PyTorch implementation of MergeDNA based on the paper:

What is implemented

  • Hierarchical architecture: Local Encoder -> Latent Encoder/Decoder -> Local Decoder
  • Dynamic token merging with source-matrix tracking (S, S')
  • Three pretraining losses (paper Eq. 8):
    • L_MTR(theta)
    • lambda * L_MTR(theta \ {phi})
    • L_AMTM(theta)
  • Optimization defaults:
    • AdamW (lr=1e-4, betas (0.9, 0.95), weight_decay=1e-8)
    • linear warmup + cosine annealing scheduler
    • challenge default (config.py and CLI): warmup_steps=100 (with steps=1000)
    • paper preset (--preset paper) auto-uses warmup_steps=10000 unless you explicitly pass --warmup-steps
  • W&B logging and periodic validation
  • Best-checkpoint saving by val_mtr

Project layout

src/mergedna/
  config.py
  blocks.py
  scoring.py
  merge_ops.py
  data.py
  model.py            # MergeDNA model assembly + forward paths
  losses.py
  train.py
  eval/
    __init__.py
    data.py           # task loading, synthetic data, dataloaders
    models.py         # LoRA adapters + sequence classifier
    train_eval.py     # train/eval loops + HP search helpers
  __init__.py
scripts/
  main.py              # training entrypoint
  eval_genomics.py     # downstream SFT+LoRA evaluator (thin CLI)
  eval_protein_fitness.py # frozen latent linear-probe evaluator
  run_train_sample.sh  # sample launcher

Setup

Option A: Conda (recommended)

conda create -n mergedna python=3.11 -y
conda activate mergedna
pip install -r requirements.txt
pip install -e .

Option B: venv

python3 -m venv .venv
source .venv/bin/activate
pip install -r requirements.txt
pip install -e .

If editable install is not needed:

PYTHONPATH=src python scripts/main.py --help

Using the sample launcher with conda (default env name is mergedna):

bash scripts/run_train_sample.sh

Override the env name:

CONDA_ENV=my_env bash scripts/run_train_sample.sh

Bypass conda activation:

SKIP_CONDA=1 bash scripts/run_train_sample.sh

Quick start

PYTHONPATH=src python scripts/main.py \
  --steps 20 \
  --batch-size 4 \
  --seq-len 256 \
  --device cpu

Disable scheduler (optional):

PYTHONPATH=src python scripts/main.py --lr-scheduler none

Paper-like scheduler example:

PYTHONPATH=src python scripts/main.py \
  --steps 100000 \
  --warmup-steps 10000 \
  --lr-scheduler cosine

Local merge modes

  • adjacent (default): merge adjacent pairs only (best biological contiguity)
  • bipartite: ToMe-style bipartite matching within each window
  • full_pairwise: score all pairs in each local window

Example:

PYTHONPATH=src python scripts/main.py \
  --local-merge-mode adjacent

Transformer block style

  • llama (default): RMSNorm + SwiGLU with pre-norm residual blocks
  • standard: LayerNorm + GELU feed-forward with post-norm residual blocks

Example:

PYTHONPATH=src python scripts/main.py \
  --block-style llama

Paper-like preset

PYTHONPATH=src python scripts/main.py \
  --preset paper \
  --seq-len 4096 \
  --batch-size 1 \
  --device cuda

Note: this preset is heavy and may require substantial GPU memory.

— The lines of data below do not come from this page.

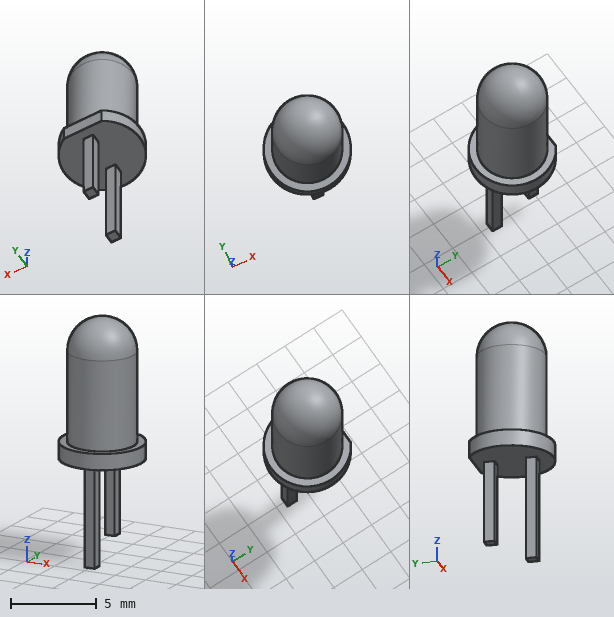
import cadquery as cq

total_height = 14.86

lens_diameter = 4.1
lens_radius = lens_diameter / 2

flange_diameter = 5.1
flange_radius = flange_diameter / 2
flange_thickness = 1.0
flange_depth = 4.75
flat_y = flange_depth - flange_radius

lead_width = 0.64
lead_pitch = 2.54
long_lead_length = 6.3
short_lead_length = 5.0

dome_top_z = total_height - long_lead_length
dome_base_z = dome_top_z - lens_radius


def make_flange():
    disc = cq.Workplane("XY").circle(flange_radius).extrude(flange_thickness)
    keep = cq.Workplane("XY").box(
        flange_diameter, flange_depth, flange_thickness, centered=(True, False, False)
    )
    return disc.intersect(keep.translate((0, flat_y - flange_depth, 0)))


def make_lens():
    """Cylinder rising from the flange underside, with a hemisphere on top."""
    cylinder = cq.Workplane("XY").circle(lens_radius).extrude(dome_base_z)
    dome = (
        cq.Workplane("XZ", origin=(0, 0, dome_base_z))
        .lineTo(lens_radius, 0)
        .radiusArc((0, lens_radius), -lens_radius)
        .close()
        .revolve(360, (0, 0), (0, 1))
    )
    return cylinder.union(dome)


def make_lead(y, length):
    return cq.Workplane("XY").center(0, y).rect(lead_width, lead_width).extrude(-length)


result = (
    make_flange()
    .union(make_lens())
    .union(make_lead(-lead_pitch / 2, long_lead_length))
    .union(make_lead(lead_pitch / 2, short_lead_length))
)

It also applies warmup_steps=10000 by default; pass --warmup-steps to override.

Optional FASTA training

PYTHONPATH=src python scripts/main.py \
  --train-fasta /path/to/train.fasta \
  --val-fasta /path/to/val.fasta \
  --steps 2000 \
  --seq-len 4096 \
  --device cuda

Supports plain FASTA and .gz FASTA files.

W&B logging

PYTHONPATH=src python scripts/main.py \
  --steps 200 \
  --device cuda \
  --wandb \
  --wandb-project mergedna \
  --wandb-run-name mergedna-challenge

Modes:

  • --wandb-mode online
  • --wandb-mode offline
  • --wandb-mode disabled

Downstream evaluation

Run Genomics Benchmark-style evaluation (frozen encoder + LoRA + MLP head):

PYTHONPATH=src python scripts/eval_genomics.py \
  --checkpoint checkpoints/mergedna_best_val_mtr.pt \
  --task-group enhancer \
  --data-root /path/to/genomic-benchmark

Synthetic smoke-test mode (no CSV files needed):

PYTHONPATH=src python scripts/eval_genomics.py \
  --checkpoint /path/to/current-compatible-checkpoint.pt \
  --task-group species \
  --synthetic \
  --synthetic-train-size 8 \
  --synthetic-val-size 4 \
  --synthetic-test-size 4 \
  --epochs 1 \
  --lr-grid 1e-4 \
  --wd-grid 0.0 \
  --batch-size 4 \
  --device cpu

Core split modules and import paths:

  • from mergedna.eval.data import GENOMICS_TASK_GROUPS, load_task_raw, load_task_synthetic, make_loaders, infer_num_classes_from_labels
  • from mergedna.eval.models import LoRALinear, SequenceClassifier, attach_lora_adapters, build_frozen_lora_backbone
  • from mergedna.eval.train_eval import set_seed, parse_float_grid, evaluate_loader, train_one_setting, select_best_setting

Protein fitness (linear probe, 3-run average)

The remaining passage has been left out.